Though Ettlinger and Podesta affirm the broader left consensus that our current deficits are smart policy, others, including economist Paul Krugman, believe a progressive focus cutting the deficit and the debt -- even one that emphasizes tax increases and efficiency as much as spending cuts -- will play into the hands of those who see spending cuts as the only solution to deficits.

"You fall into the trap of agreeing that budget deficits are almost always a bad thing," says Josh Bivens, an economist at the Economic Policy Institute. "Budget deficits are a tool. This idea that the proper direction is smaller I think [comes at] a real cost. From a purely political point of view, we need to start with, 'This is the government spending that we have decided is appropriate and necessary, and we should fund it.'"

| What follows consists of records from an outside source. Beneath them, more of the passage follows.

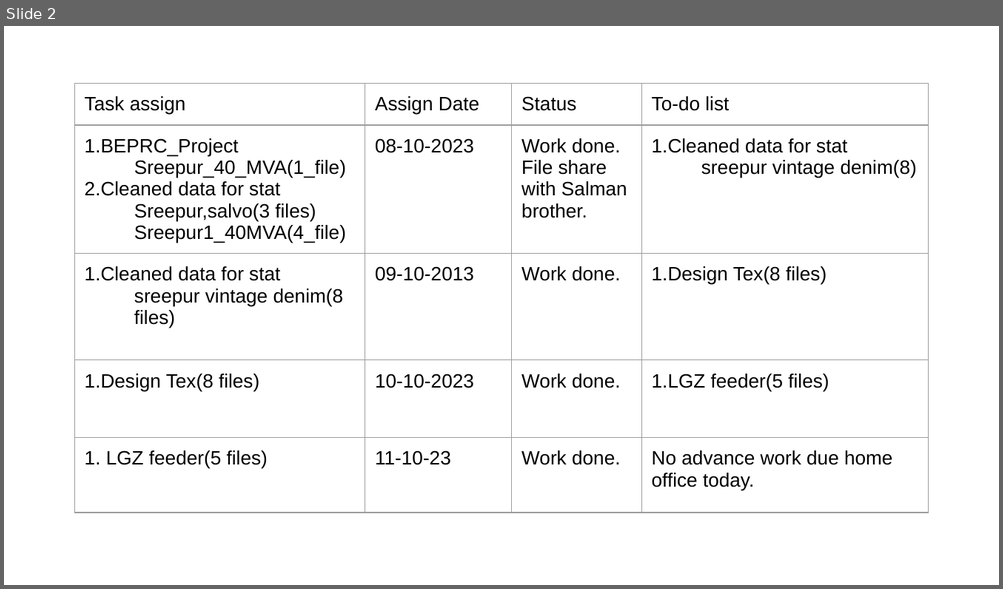
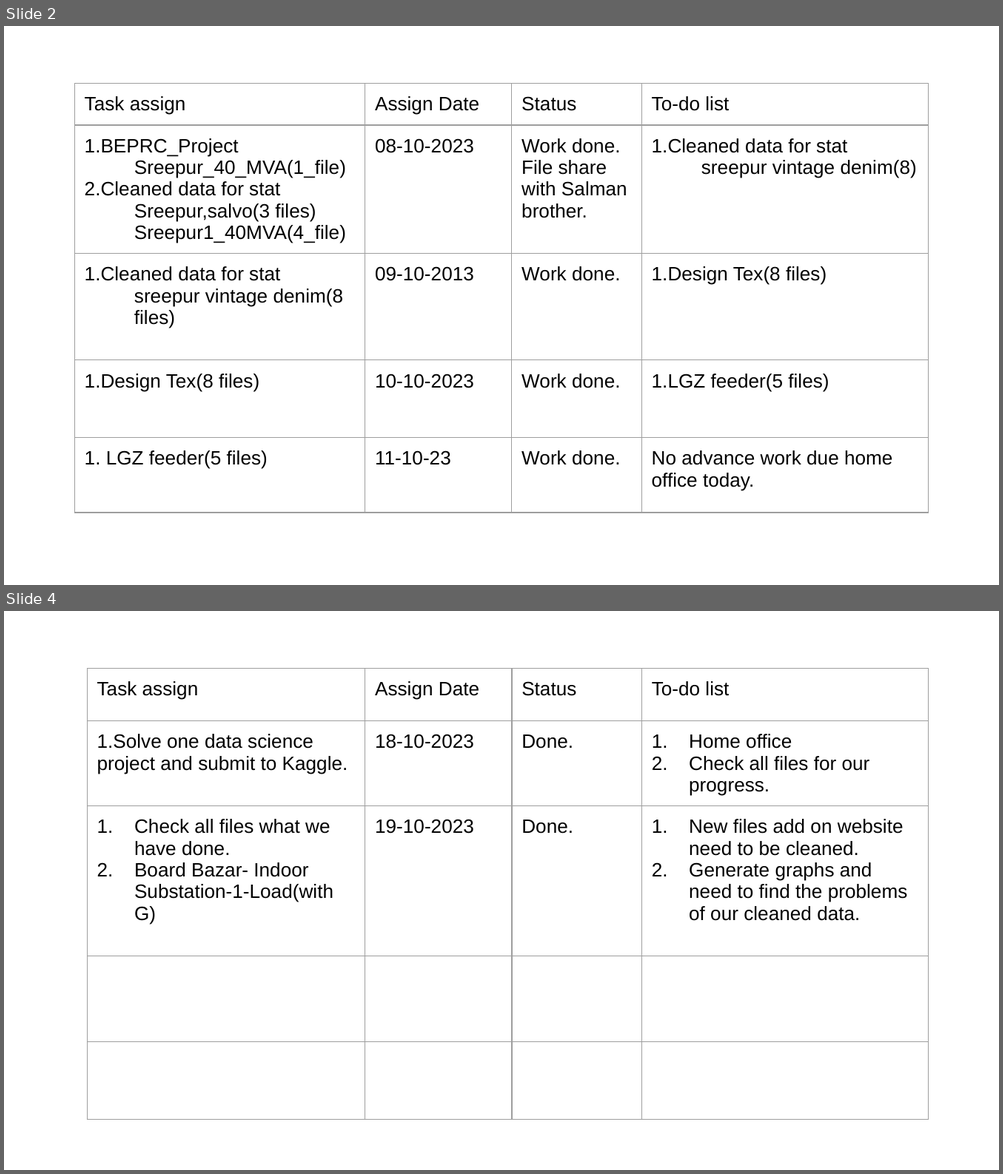
Before and after one commit to Mamunjsr24/Progress_report, a slide deck: Office_progress_report.pptx. Shown one above the other, each under a label of ours: slide 2 before the commit, slides 2 and 4 after it; the slides between them are not shown. The pictures are 1003x589 and 1003x1174 pixels, drawn with LibreOffice and Linux fonts; fonts in the diff are those of the drawing. Boxes give left, top, right and bottom in pixels: in the first picture for what was removed or moved away, otherwise in the second. Text is boxed around its words. In the diff, an @@ line names an element or a change of style, - is before the commit and + after.

```diff
--- a/Office_progress_report.pptx
+++ b/Office_progress_report.pptx
@@ slide 4 added at bbox=[4, 611, 999, 1170], background #FFFFFF @@
@@ table added at bbox=[87, 669, 927, 1133], 5 rows, 4 columns @@
+Task assign | Assign Date | Status | To-do list
+1.Solve one data science project and submit to Kaggle. | 18-10-2023 | Done. | Home office / Check all files for our progress.
+Check all files what we have done. / Board Bazar- Indoor Substation-1-Load(with G) | 19-10-2023 | Done. | New files add on website need to be cleaned. / Generate graphs and need to find the problems of our cleaned data.
+ |  |  | 
+ |  |  | 
```
Also in this commit, not shown: 2 slides changed, 1 other slide added.
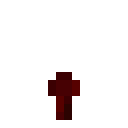
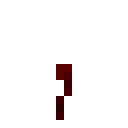
Two versions of the same layered image (128×128). Layer-by-layer changes:
painted on "Background" over [48, 64, 80, 120]

Bivens, and most progressive economists, support balanced budgets when the economy is strong. But current forecasts don't predict a return to full employment in the U.S. until after 2014, suggesting that the 2014 target of Podesta and Ettlinger's op-ed may be too early, particularly absent signs the deficit is causing economic problems. When I spoke with Ettlinger, he emphasized that deficit reduction should be linked to unemployment to ensure that recovery comes first, but some still worry that shifting focus could have costs in terms of lost economic growth if anti-recession policies are pulled back too early.

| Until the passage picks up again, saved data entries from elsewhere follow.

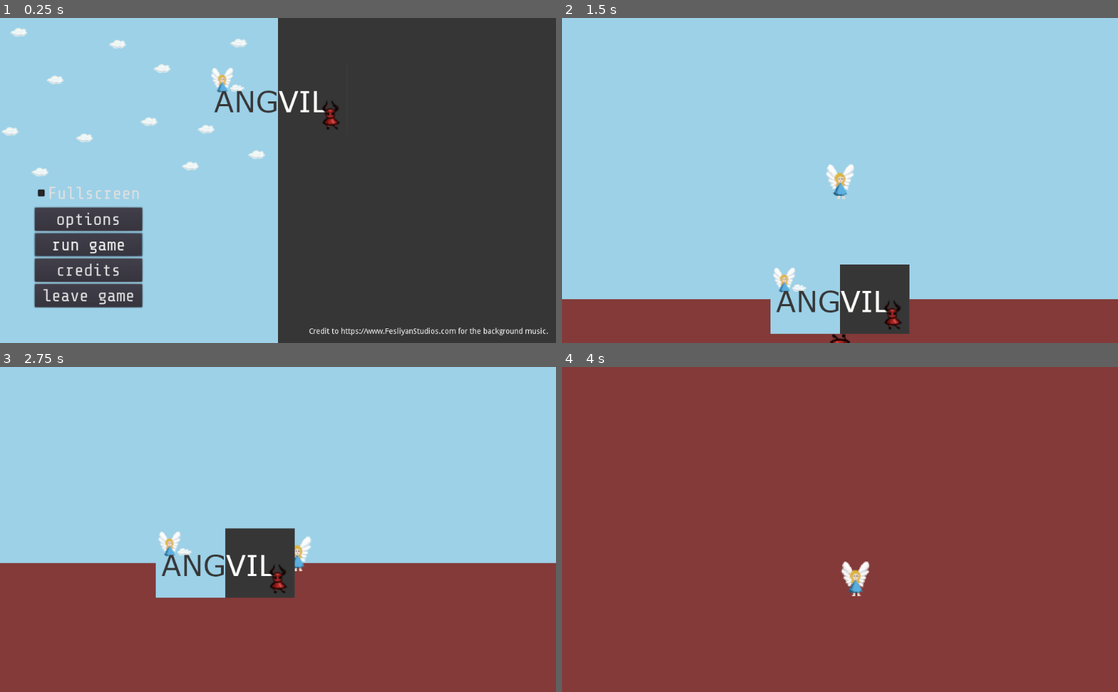
Above: before the commit, frames 1-4 (two rows, left to right).
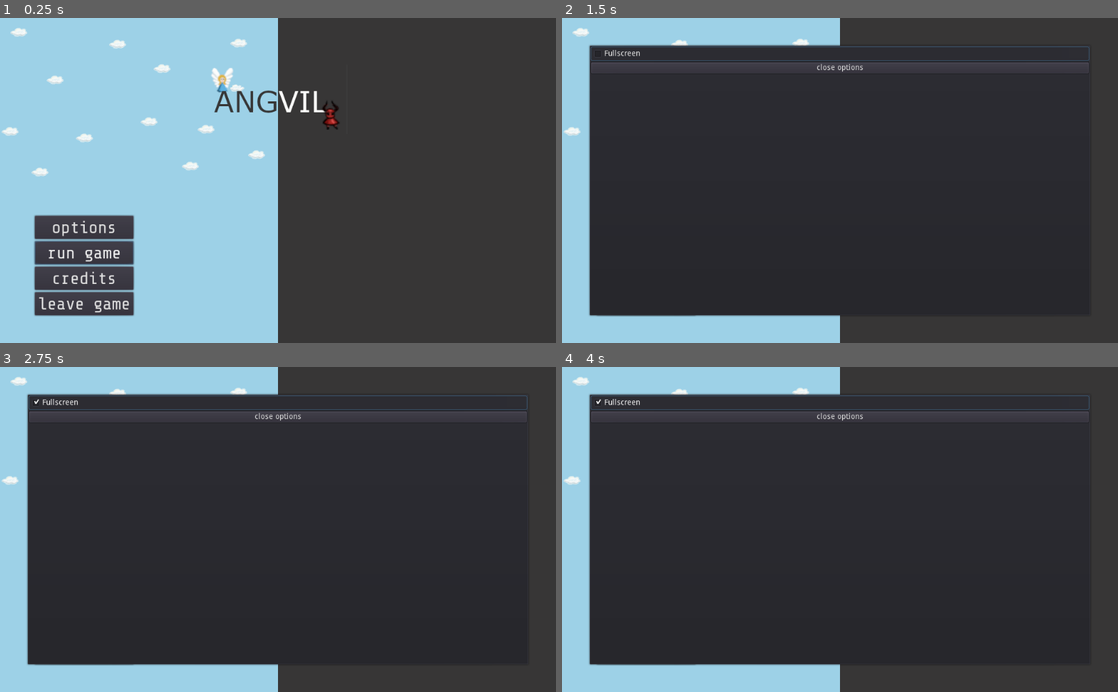
Above: after the commit, the same moments.

Repository: ang-vil/angvil
Game: Godot game, scene res://scenes/menu.tscn
Two runs of this game, one before a commit and one after it. Both use one fixed random seed, a clock stepped at 60 frames per second and the inputs below.
Inputs:
- Up to frame 1 (0.25 s): no input
- Up to frame 2 (1.5 s): click "options" at 0.5 s; click "run game" at 1.25 s
- Up to frame 3 (2.75 s): tap Enter at 2 s; hold Right (key_right) from 2.03 s (still down)
- Up to frame 4 (4 s): release Right (key_right) at 2.78 s; hold Left (key_left) 2.78-3.53 s; hold Right (key_right) from 3.53 s (still down)

The runs differ from the first frame. In frame 1, 4.3% of the frame differs, in the area x 6-99%, y 51-98%; in frame 2, 89%; in frame 3, 91%; in frame 4, 100%, in the area x 0-100%, y 0-100%.

Commit message:
update menu with popups for settings and credits

Diff:
--- a/scenes/menu.tscn
+++ b/scenes/menu.tscn
@@ -98,7 +98,7 @@
 anchor_top = 1.0
 anchor_bottom = 1.0
 margin_left = 64.0
-margin_top = -299.0
+margin_top = -235.0
 margin_right = 158.0
 margin_bottom = -160.0
 theme = SubResource( 2 )
@@ -106,39 +106,33 @@
 "_edit_use_anchors_": false
 }
 
-[node name="FullscreenCheckBox" type="CheckBox" parent="VBoxContainer"]
-margin_right = 198.0
-margin_bottom = 45.0
-text = "Fullscreen"
-
 [node name="OptionsButton" type="Button" parent="VBoxContainer"]
-margin_top = 49.0
-margin_right = 198.0
-margin_bottom = 92.0
+margin_right = 182.0
+margin_bottom = 43.0
 focus_neighbour_top = NodePath("../ExitButton")
 focus_neighbour_bottom = NodePath("../StartButton")
 text = "options"
 
 [node name="StartButton" type="Button" parent="VBoxContainer"]
-margin_top = 96.0
-margin_right = 198.0
-margin_bottom = 139.0
+margin_top = 47.0
+margin_right = 182.0
+margin_bottom = 90.0
 focus_neighbour_top = NodePath("../OptionsButton")
 focus_neighbour_bottom = NodePath("../ExitButton")
 text = "run game"
 
 [node name="CreditsButton" type="Button" parent="VBoxContainer"]
-margin_top = 143.0
-margin_right = 198.0
-margin_bottom = 186.0
+margin_top = 94.0
+margin_right = 182.0
+margin_bottom = 137.0
 focus_neighbour_top = NodePath("../OptionsButton")
 focus_neighbour_bottom = NodePath("../ExitButton")
 text = "credits"
 
 [node name="ExitButton" type="Button" parent="VBoxContainer"]
-margin_top = 190.0
-margin_right = 198.0
-margin_bottom = 233.0
+margin_top = 141.0
+margin_right = 182.0
+margin_bottom = 184.0
 focus_neighbour_top = NodePath("../StartButton")
 focus_neighbour_bottom = NodePath("../OptionsButton")
 text = "leave game"
@@ -147,49 +141,79 @@
 stream = ExtResource( 7 )
 autoplay = true
 
-[node name="RichTextLabel" type="RichTextLabel" parent="."]
-margin_left = 569.0
-margin_top = 572.0
-margin_right = 1013.0
-margin_bottom = 588.0
-text = "Credit to https://www.FesliyanStudios.com for the background music."
-
 [node name="CreditsPopupPanel" type="PopupPanel" parent="."]
-margin_right = 1024.0
+margin_left = 50.0
+margin_top = 50.0
+margin_right = 974.0
 margin_bottom = 550.0
 __meta__ = {
 "_edit_use_anchors_": false
 }
 
-[node name="VBoxContainer" type="VBoxContainer" parent="CreditsPopupPanel"]
+[node name="CreditsVBoxContainer" type="VBoxContainer" parent="CreditsPopupPanel"]
 margin_left = 4.0
 margin_top = 4.0
-margin_right = 1020.0
-margin_bottom = 546.0
-__meta__ = {
-"_edit_use_anchors_": false
-}
-
-[node name="CreditsRichTextLabel" type="RichTextLabel" parent="CreditsPopupPanel/VBoxContainer"]
-margin_right = 924.0
+margin_right = 920.0
+margin_bottom = 496.0
+__meta__ = {
+"_edit_use_anchors_": false
+}
+
+[node name="CreditsRichTextLabel" type="RichTextLabel" parent="CreditsPopupPanel/CreditsVBoxContainer"]
+margin_right = 916.0
 margin_bottom = 50.0
 rect_min_size = Vector2( 50, 50 )
 text = "ANG/VIL
 
-hier credits einfügen"
-
-[node name="CreditsCloseButton" type="Button" parent="CreditsPopupPanel/VBoxContainer"]
-margin_top = 54.0
-margin_right = 924.0
-margin_bottom = 74.0
+Credit to https://www.FesliyanStudios.com for the background music."
+
+[node name="CreditsCloseButton" type="Button" parent="CreditsPopupPanel/CreditsVBoxContainer"]
+margin_top = 90.0
+margin_right = 916.0
+margin_bottom = 110.0
 text = "close credits"
 __meta__ = {
 "_edit_use_anchors_": false
 }
 
-[connection signal="pressed" from="VBoxContainer/FullscreenCheckBox" to="." method="_on_FullscreenCheckBox_pressed"]
+[node name="OptionsPopupPanel" type="PopupPanel" parent="."]
+margin_left = 50.0
+margin_top = 50.0
+margin_right = 974.0
+margin_bottom = 550.0
+__meta__ = {
+"_edit_use_anchors_": false
+}
+
+[node name="OptionsVBoxContainer" type="VBoxContainer" parent="OptionsPopupPanel"]
+margin_left = 4.0
+margin_top = 4.0
+margin_right = 920.0
+margin_bottom = 496.0
+__meta__ = {
+"_edit_use_anchors_": false
+}
+
+[node name="FullscreenCheckBox" type="CheckBox" parent="OptionsPopupPanel/OptionsVBoxContainer"]
+margin_left = 10.0
+margin_top = 247.0
+margin_right = 208.0
+margin_bottom = 292.0
+text = "Fullscreen"
+
+[node name="OptionsCloseButton" type="Button" parent="OptionsPopupPanel/OptionsVBoxContainer"]
+margin_top = 90.0
+margin_right = 916.0
+margin_bottom = 110.0
+text = "close options"
+__meta__ = {
+"_edit_use_anchors_": false
+}
+
 [connection signal="pressed" from="VBoxContainer/OptionsButton" to="." method="_on_OptionsButton_pressed"]
 [connection signal="pressed" from="VBoxContainer/StartButton" to="." method="_on_StartButton_pressed"]
 [connection signal="pressed" from="VBoxContainer/CreditsButton" to="." method="_on_CreditsButton_pressed"]
 [connection signal="pressed" from="VBoxContainer/ExitButton" to="." method="_on_ExitButton_pressed"]
-[connection signal="pressed" from="CreditsPopupPanel/VBoxContainer/CreditsCloseButton" to="." method="_on_CreditsCloseButton_pressed"]
+[connection signal="pressed" from="CreditsPopupPanel/CreditsVBoxContainer/CreditsCloseButton" to="." method="_on_CreditsCloseButton_pressed"]
+[connection signal="pressed" from="OptionsPopupPanel/OptionsVBoxContainer/FullscreenCheckBox" to="." method="_on_FullscreenCheckBox_pressed"]
+[connection signal="pressed" from="OptionsPopupPanel/OptionsVBoxContainer/OptionsCloseButton" to="." method="_on_OptionsCloseButton_pressed"]
--- a/scripts/menu.gd
+++ b/scripts/menu.gd
@@ -30,8 +30,11 @@
 
 
 func _on_OptionsButton_pressed():
-	# if we have a lot of option we can add a option scene
-	pass # Replace with function body.
+	$OptionsPopupPanel.popup()
+
+
+func _on_OptionsCloseButton_pressed():
+	$OptionsPopupPanel.visible = false
 
 
 func _on_ExitButton_pressed():

"You fire when you see the lights of their eyes, when you see higher interest rates from the bond markets, actual inflation rising," Bivens says about the complicated decision of when the government should switch from deficit spending to reduction. But it can be hard to know when to pull the trigger -- or where the gun is aimed.

"The concern from the progressive perspective is that if we wait until we have a gun to our head [and] interest rates spike up, at that point we're unlikely to get progressive solutions," Ettlinger says. "We're more likely to get better solutions if we're actually planning for it, and you can actually delay that moment if you show you have a path to a more balanced budget. The path in itself has a value, even before it's implemented."

For Ettlinger, the key is framing the conversation early: Deficit reduction needs to be about both increasing revenues and cutting unnecessary spending. While eschewing specifics – something common to nearly every deficit-reduction proposal -- this report he co-authored suggests mandating a gradual matching of revenue to spending over the next four years until primary balance is met in 2014. Unless preparations are made in advance, progressive priorities may be the victims of hasty attempts to cut the deficit instead of a part of a well-managed long-term approach. Jim Horney, a budget expert at CBPP, tends to agree with Ettlinger but takes a longer view: His goal is a stable debt-to-GDP ratio (approximately a 3 percent budget deficit) by 2016 or 2017. Attaining that would allow for long-term debt reduction but retain flexibility for investments now.

"There's no substantive reason to be running deficits during a period of economic growth unless there's something, some unique spending requirement, like a war or some other crisis," Ettlinger says. "If we're in a period of strong economic growth in 2014, why should we be running a deficit?"

Unfortunately for both progressives and the rest of the country, that's a pretty big "if."